Problem. Given an unsorted array nums, return the length of the longest run of consecutive integers (e.g. [100,4,200,1,3,2] → 4, the run 1,2,3,4). Required: O(n) time.
The tempting wrong answer — sort
Sorting and scanning for runs is O(n log n) and easy, but it explicitly violates the O(n) requirement. The interviewer asks for O(n) precisely to push you off sorting and onto a hash set.
Brute force — O(n³)
For each value, keep probing x+1, x+2, … by linearly scanning the array for each. Cubic. Useless except as a baseline.
Optimal — HashSet, count only from sequence starts — O(n)
Put everything in a HashSet for O(1) membership. The key trick: only begin counting a run at its start, i.e. a value x for which x-1 is not in the set. From a true start, walk x+1, x+2, … upward.
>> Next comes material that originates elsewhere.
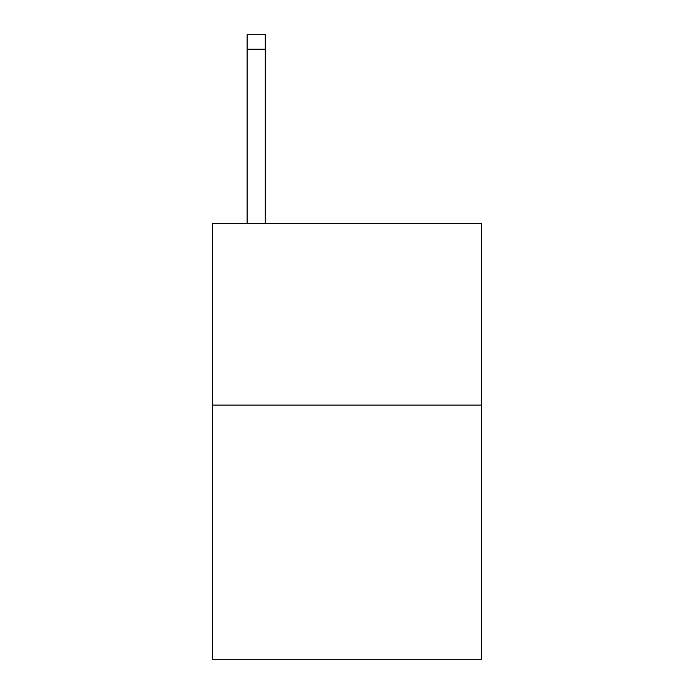 <?xml version="1.0" encoding="UTF-8"?>
<svg xmlns="http://www.w3.org/2000/svg" width="694" height="694" viewBox="0 0 694 694"><rect width="100%" height="100%" fill="white"/><g stroke="black" fill="none" stroke-linecap="round" stroke-linejoin="round"><path stroke-width="1.04" d="M481.358 405.105L481.358 659.3L212.642 659.3L212.642 223.529L481.358 223.529L481.358 405.105L212.642 405.105M265.29 223.529L265.29 49.222L247.133 49.222L247.133 34.7L265.29 34.7L265.29 49.222M247.133 223.529L247.133 49.222"/></g></svg>

int longestConsecutive(int[] nums) {
Set<Integer> set = new HashSet<>();
for (int n : nums) set.add(n); // dedup + O(1) lookups
int best = 0;
for (int n : set) {
if (set.contains(n - 1)) continue; // not a start; skip
int length = 1;
int current = n;
while (set.contains(current + 1)) { // walk the run upward
current++;
length++;
}
best = Math.max(best, length);
}
return best;
}Why it's O(n), not O(n²)
The inner while looks nested, but the set.contains(n - 1) guard means we only enter it from the smallest element of each run. Every element is therefore visited by the inner loop at most once across the entire execution. Total work is O(n) set operations. Iterating set (not nums) also dedups, so duplicates don't inflate the count.